P.S: its a good forum here, dont put religion in to it and make it STINK.
have a good night , you guys can fight about comps , but religion is some thing diff, very nasty thing. please stop.


----------



## nix (Dec 27, 2007)

this is all made up by the congress...they want to spoil VHPs name. so they send in some goons and then put the blame on congress.... quite typical of their policy...


----------



## apoorva84 (Dec 28, 2007)

first of all, modi is not a terrorist...he is my hero...also, nobody talks about the triggering incident in all these cases...

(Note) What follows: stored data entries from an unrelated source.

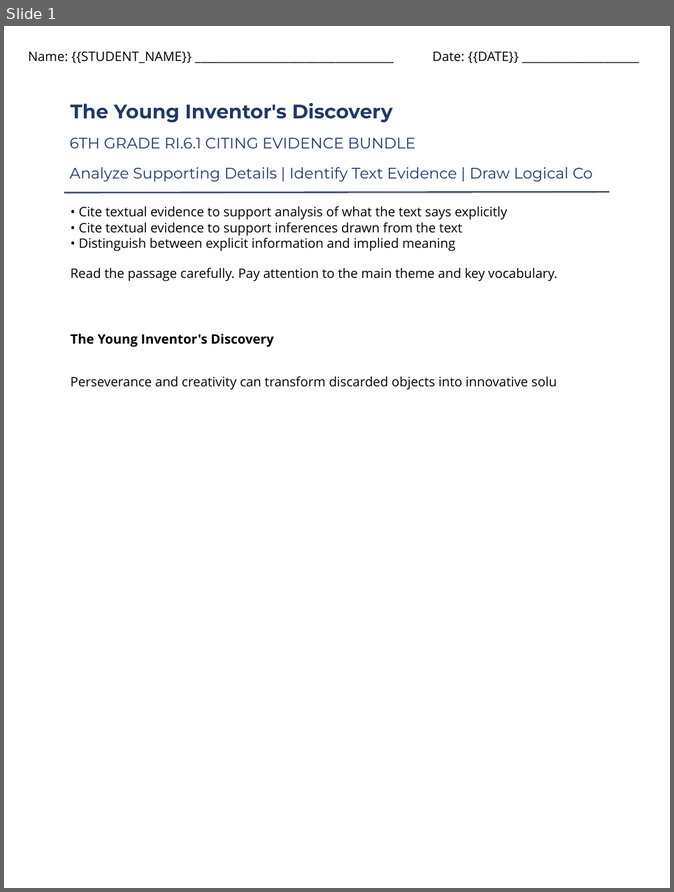
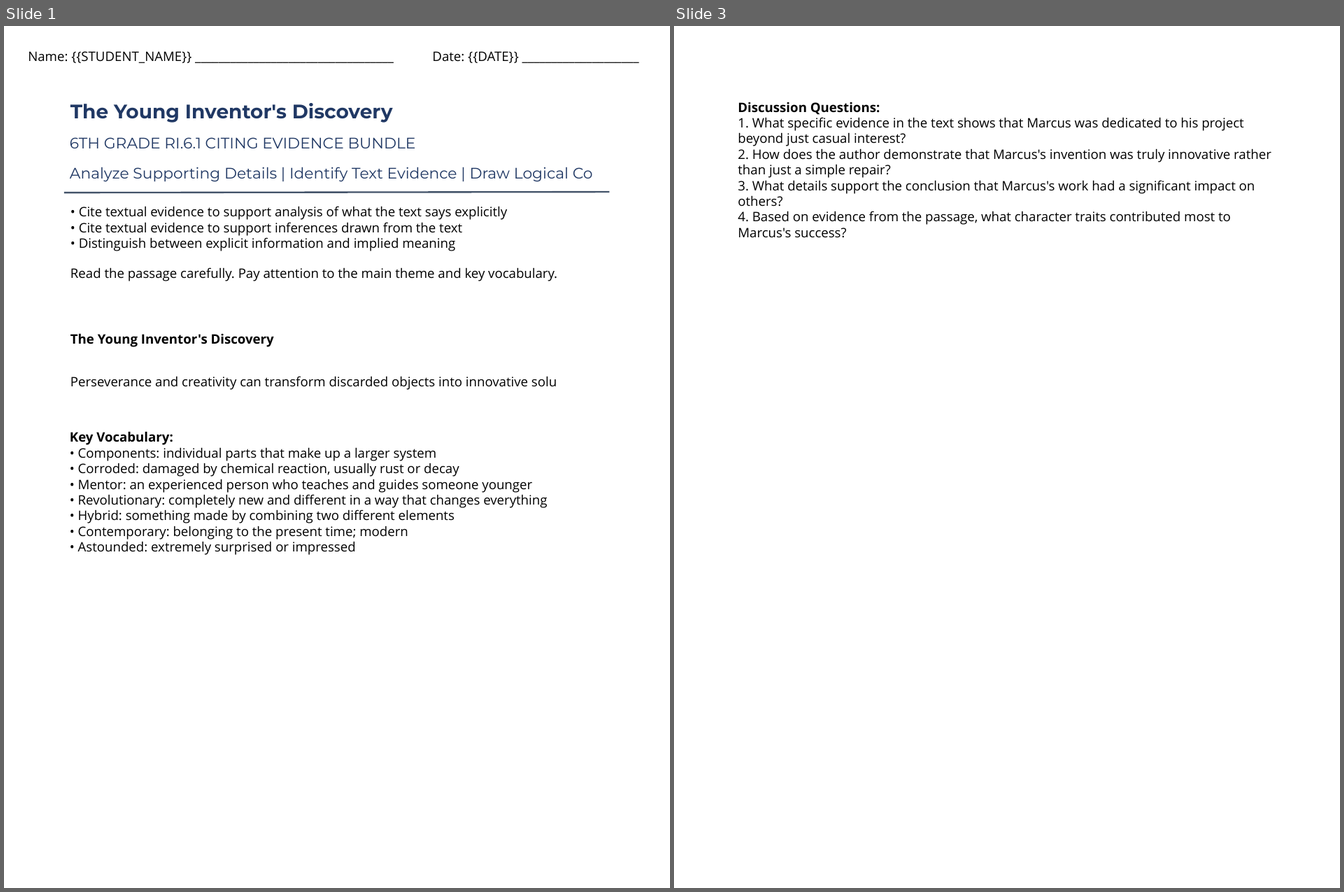
Before and after one commit to buttmazhar844-lang/rbb_engine_backend, a slide deck: rbb-drive/product_2/anchor_reading_passage.pptx. Shown side by side, each under a label of ours: slide 1 before the commit, slides 1 and 3 after it; the slides between them are not shown. The pictures are 674x892 and 1344x892 pixels, drawn with LibreOffice and Linux fonts; fonts in the diff are those of the drawing; background and template pictures are left out. Boxes give left, top, right and bottom in pixels: in the first picture for what was removed or moved away, otherwise in the second. Text is boxed around its words. In the diff, an @@ line names an element or a change of style, - is before the commit and + after.

```diff
--- a/rbb-drive/product_2/anchor_reading_passage.pptx
+++ b/rbb-drive/product_2/anchor_reading_passage.pptx
@@ slide 3 added at (674,26,1340,888), background picture (left out) @@
@@ text added at (738,102,1272,238), 12 pt, text #000000 @@
+Discussion Questions:
+1. What specific evidence in the text shows that Marcus was dedicated to his project beyond just casual interest?
+2. How does the author demonstrate that Marcus's invention was truly innovative rather than just a simple repair?
+3. What details support the conclusion that Marcus's work had a significant impact on others?
+4. Based on evidence from the passage, what character traits contributed most to Marcus's success?
@@ slide 1 changed as well @@
@@ text added at (70,431,547,555), 12 pt, text #000000 @@
+Key Vocabulary:
+• Components: individual parts that make up a larger system
+• Corroded: damaged by chemical reaction, usually rust or decay
+• Mentor: an experienced person who teaches and guides someone younger
+• Revolutionary: completely new and different in a way that changes everything
+• Hybrid: something made by combining two different elements
+• Contemporary: belonging to the present time; modern
+• Astounded: extremely surprised or impressed
```
Also in this commit, not shown: 1 other slide added, 2 slides removed, 7 other files.
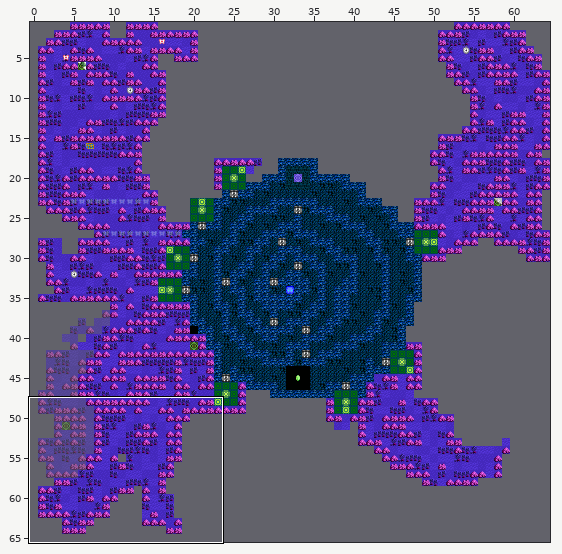
Tiled map, stored at Maps/Map_ButterflyGarden.tmx. Above: a wide view before the commit, with the close-up outlined.
Close-up. Old version:
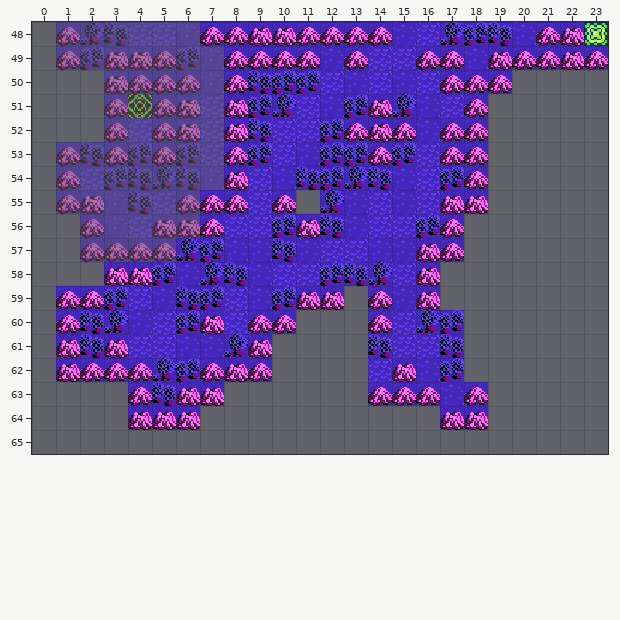
Cells are 16x16 px. Shown: x 0..23, y 48..65. The commit also changed other parts of the map, which this record leaves out.
Now the later version:
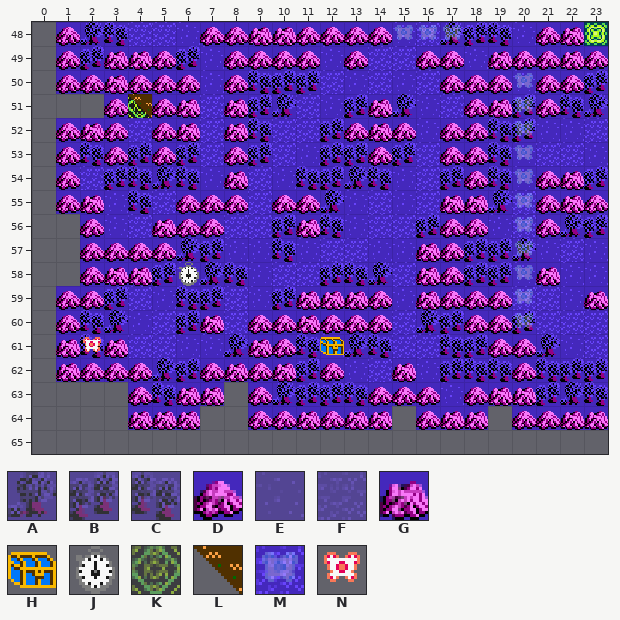
Key: from "ButterflyGarden": A 0, B 1, C 2, D 3, E 8, F 9, G 11; from "Items": H 4, J 13, K 35, L 54; from "enemies": M 8, N 35.
_ is an empty cell, . an unchanged one.
See-through tiles are keyed as they look on the map.
Edits made:
--- layer "Floor"
@@ x 1..23 @@
-48 ______.................
-49 _______................
-50 _______............____
-51 .._____..........._____
-52 _______..........._____
-53 _______..........._____
-54 _______..........._____
-55 ______...._......._____
-56 ._____...........______
-57 .____............______
-58 ._.............._______
-59 ............_..._______
-60 ..........___....______
-61 .........____....______
-62 .........____....______
-63 ........_____....._____
-64 ........______._...____
+48 DACFFE.................
+49 DBGGDBE................
+50 DDGDDDE............EDDB
+51 ..DKDGF...........GBDCA
+52 DGDFDGF...........CBEEF
+53 DCDBDBF...........CEFFE
+54 DFBCACE...........CEDGB
+55 DGECFD....D.......AFDGD
+56 .DEFGD...........DEFDAB
+57 .DDDD............BBAEFE
+58 .D..............DBBEGEE
+59 ............G...DDDFFEG
+60 ..........GDD....DDBFFF
+61 .........DCEA....BDDAEF
+62 .........GBDE....CCDCBB
+63 ........DABBC.....GGBAC
+64 ........DDGDGG.D...DDGG
--- layer "Floor?" (removed)
@@ x 1..7 @@
-48 DACFFE.
-49 DBGGDBE
-50 ..GDDDE
-51 ..DKDGF
-52 ..DFDGF
-53 DCDBDBF
-54 DFBCACE
-55 DGECFD.
-56 .DEFGG.
-57 .DDDD..
+48 ______.
+49 _______
+50 .._____
+51 .._____
+52 .._____
+53 _______
+54 _______
+55 ______.
+56 ._____.
+57 .____..
--- layer "Hidden"
@@ x 4..4 @@
-51 _
+51 L
--- layer "Items"
@@ x 6..6 @@
-58 _
+58 J
@@ x 12..12 @@
-61 _
+61 H
--- layer "Enemies"
@@ x 2..2 @@
-61 _
+61 N
--- layer "Fairy paths"
@@ x 15..17 @@
-48 ___
+48 MMM
@@ x 20..20 @@
-50 _
-51 _
-52 _
-53 _
-54 _
-55 _
-56 _
-57 _
-58 _
-59 _
-60 _
+50 M
+51 M
+52 M
+53 M
+54 M
+55 M
+56 M
+57 M
+58 M
+59 M
+60 M
Boxes around the changes in both close-ups, in picture pixels (x1, y1, x2, y2):
changed: (56, 22, 224, 286)
added: (395, 25, 461, 40)
added: (440, 70, 608, 430)
added: (296, 190, 320, 214)
added: (248, 286, 392, 430)
added: (83, 337, 101, 352)
added: (416, 406, 440, 430)
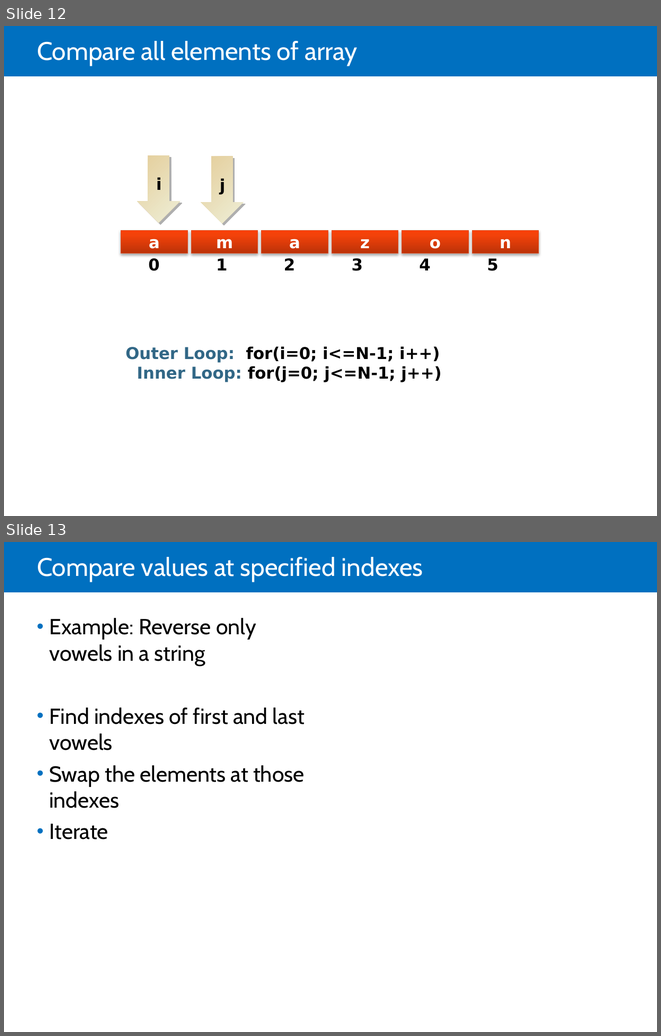
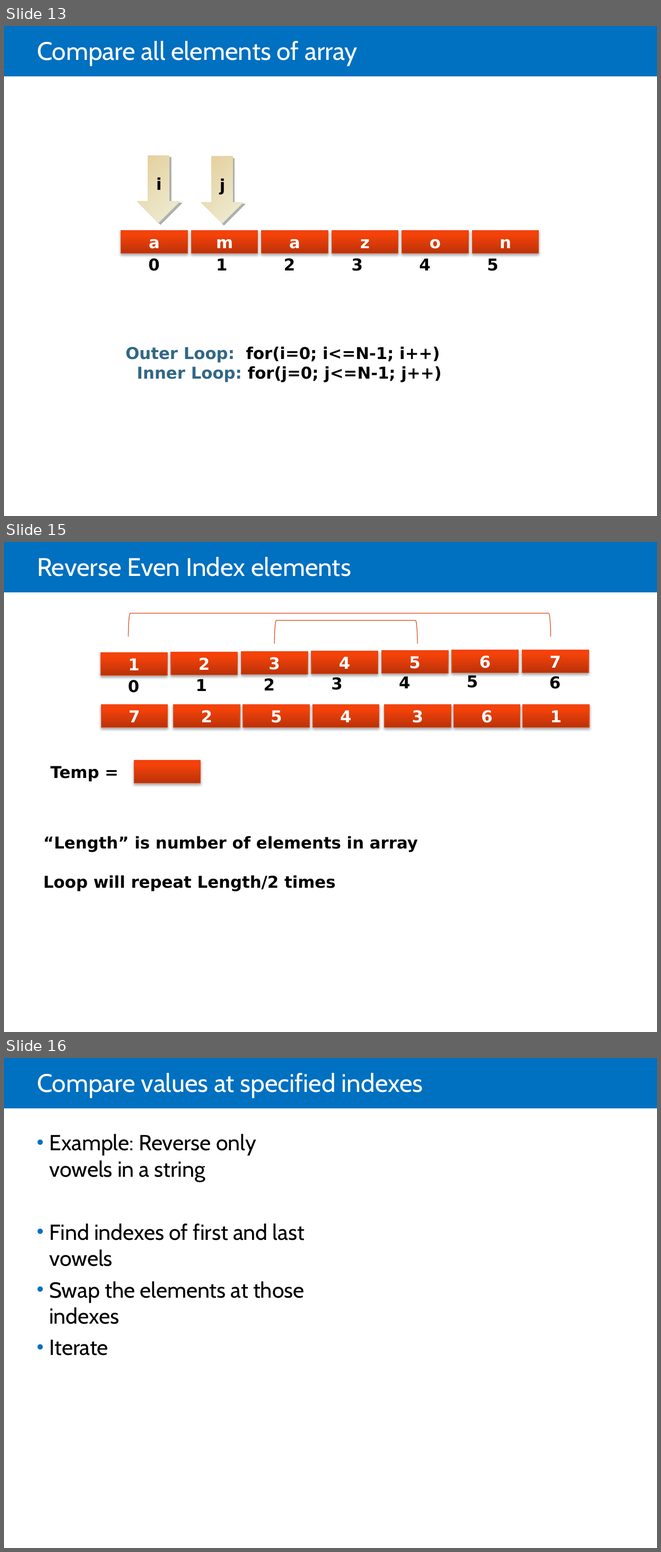
Before and after one commit to jdevr1es/DotnetSlides, a slide deck: DSA Study Guide.pptx. Shown one above the other, each under a label of ours: slides 12 and 13 before the commit, slides 13, 15 and 16 after it; the slides between them are not shown. The pictures are 661x1036 and 661x1552 pixels, drawn with LibreOffice and Linux fonts; fonts in the diff are those of the drawing. Boxes give left, top, right and bottom in pixels: in the first picture for what was removed or moved away, otherwise in the second. Text is boxed around its words. In the diff, an @@ line names an element or a change of style, - is before the commit and + after.

```diff
--- a/DSA Study Guide.pptx
+++ b/DSA Study Guide.pptx
@@ slide 15 added at box(4, 542, 657, 1032), background #FFFFFF; not listed: 1 template element that a slide beside it also shows @@
@@ title added at box(37, 557, 351, 576), 28 pt, text #FFFFFF @@
+Reverse Even Index elements
@@ left bracket added at box(129, 614, 551, 637), outline #DF4F22 0.75 pt @@
@@ left bracket added at box(275, 620, 417, 644), outline #DF4F22 0.75 pt @@
@@ rectangle added at box(100, 652, 167, 675), fill gradient #BB3309 to #F3420B to #F84007, outline #DF4F22 0.75 pt, 18 pt, text #FFFFFF, bold @@
+1
@@ rectangle added at box(171, 652, 238, 674), fill gradient #BB3309 to #F3420B to #F84007, outline #DF4F22 0.75 pt, 18 pt, text #FFFFFF, bold @@
+2
@@ rectangle added at box(241, 652, 308, 674), fill gradient #BB3309 to #F3420B to #F84007, outline #DF4F22 0.75 pt, 18 pt, text #FFFFFF, bold @@
+3
@@ rectangle added at box(311, 651, 378, 674), fill gradient #BB3309 to #F3420B to #F84007, outline #DF4F22 0.75 pt, 18 pt, text #FFFFFF, bold @@
+4
@@ rectangle added at box(381, 651, 448, 673), fill gradient #BB3309 to #F3420B to #F84007, outline #DF4F22 0.75 pt, 18 pt, text #FFFFFF, bold @@
+5
@@ rectangle added at box(452, 650, 519, 672), fill gradient #BB3309 to #F3420B to #F84007, outline #DF4F22 0.75 pt, 18 pt, text #FFFFFF, bold @@
+6
@@ rectangle added at box(522, 650, 589, 672), fill gradient #BB3309 to #F3420B to #F84007, outline #DF4F22 0.75 pt, 18 pt, text #FFFFFF, bold @@
+7
@@ text added at box(128, 680, 139, 693), 18 pt, text #000000, bold @@
+0
@@ text added at box(196, 679, 207, 691), 18 pt, text #000000, bold @@
+1
@@ text added at box(264, 678, 275, 690), 18 pt, text #000000, bold @@
+2
@@ text added at box(331, 677, 342, 690), 18 pt, text #000000, bold @@
+3
@@ text added at box(399, 675, 410, 688), 18 pt, text #000000, bold @@
+4
@@ text added at box(467, 674, 478, 688), 18 pt, text #000000, bold @@
+5
@@ text added at box(549, 676, 560, 689), 18 pt, text #000000, bold @@
+6
@@ rectangle added at box(102, 705, 168, 728), fill gradient #BB3309 to #F3420B to #F84007, outline #DF4F22 0.75 pt, 18 pt, text #FFFFFF, bold @@
+7
@@ rectangle added at box(173, 705, 240, 728), fill gradient #BB3309 to #F3420B to #F84007, outline #DF4F22 0.75 pt, 18 pt, text #FFFFFF, bold @@
+2
@@ rectangle added at box(243, 705, 310, 728), fill gradient #BB3309 to #F3420B to #F84007, outline #DF4F22 0.75 pt, 18 pt, text #FFFFFF, bold @@
+5
@@ rectangle added at box(313, 705, 379, 728), fill gradient #BB3309 to #F3420B to #F84007, outline #DF4F22 0.75 pt, 18 pt, text #FFFFFF, bold @@
+4
@@ rectangle added at box(385, 705, 451, 728), fill gradient #BB3309 to #F3420B to #F84007, outline #DF4F22 0.75 pt, 18 pt, text #FFFFFF, bold @@
+3
@@ rectangle added at box(454, 705, 521, 728), fill gradient #BB3309 to #F3420B to #F84007, outline #DF4F22 0.75 pt, 18 pt, text #FFFFFF, bold @@
+6
@@ rectangle added at box(522, 705, 589, 728), fill gradient #BB3309 to #F3420B to #F84007, outline #DF4F22 0.75 pt, 18 pt, text #FFFFFF, bold @@
+1
@@ rectangle added at box(134, 760, 201, 783), fill gradient #BB3309 to #F3420B to #F84007, outline #DF4F22 0.75 pt @@
@@ text added at box(51, 766, 99, 782), 18 pt, text #000000, bold @@
+Temp =
@@ text added at box(43, 836, 418, 891), 18 pt, text #000000, bold @@
+“Length” is number of elements in array
+Loop will repeat Length/2 times
@@ what was slide 12 is now slide 13 @@
@@ what was slide 13 is now slide 16 @@
```
Also in this commit, not shown: 6 slides changed, 7 other slides added, 1 slide removed.

godhra happened because some islamic idiots burned a train going to ayodhya...naturally the hindus were upset and they retaliated...

similar case here....

jai hind...vande mataram....


----------



## mudsir (Jan 3, 2008)

its the hindu terrorists who believe in blind retaliation.

those who burnt the train must be punished not the innocent muslims who had nothing to do with that unislamic deed. 

likewise in this case punish those who attacked the leader not the innocent christians who had nothing to do with the attack.

also hindu terrorists were wrong in killing thousands of sikhs in 1984 and then telling that the killing as retaliation was justified.


----------



## naveen_reloaded (Jan 3, 2008)

Solution 

1.eradicate all the caste entry in forms right from prekg 

2.stop making religous holiday's as national holiday or state holiday,instead give 50 days holiday excluding sunday for a year to all workers.

3.50% of the donation to any religous charity should be acquired by government and spent on poor people. 

4.conduct raid on all charity,trust etc and audit them. .

5.give 3-5 years ,follow this...illiterater will forget their caste and religion and literates will elect good politician who cant win with their religous or caste background... 


Until then expect more like this.

Religion and caste are the blockade for india to emerge as supreme power


----------



## mediator (Jan 3, 2008)

mudsir said:


> its the hindu terrorists who believe in blind retaliation.
> 
> those who burnt the train must be punished not the innocent muslims who had nothing to do with that unislamic deed.
> 
> ...


U r better off terrorizing goats and killing them in the name of god instead of mocking the person who taught u the definition of religious terrorist/terrorism!


----------



## x3060 (Jan 3, 2008)

damn, the news is already old, why fight now???


----------



## ilugd (Jan 4, 2008)

ok, some sensitive materials here. I work in a church ok. Let us get some genuine stuff into this mix. I need to censor/alter some stuff like names to avoid legal issues.

I have got a lot more stuff, and let me assure you, what is reported is much less that the violence actually going on there.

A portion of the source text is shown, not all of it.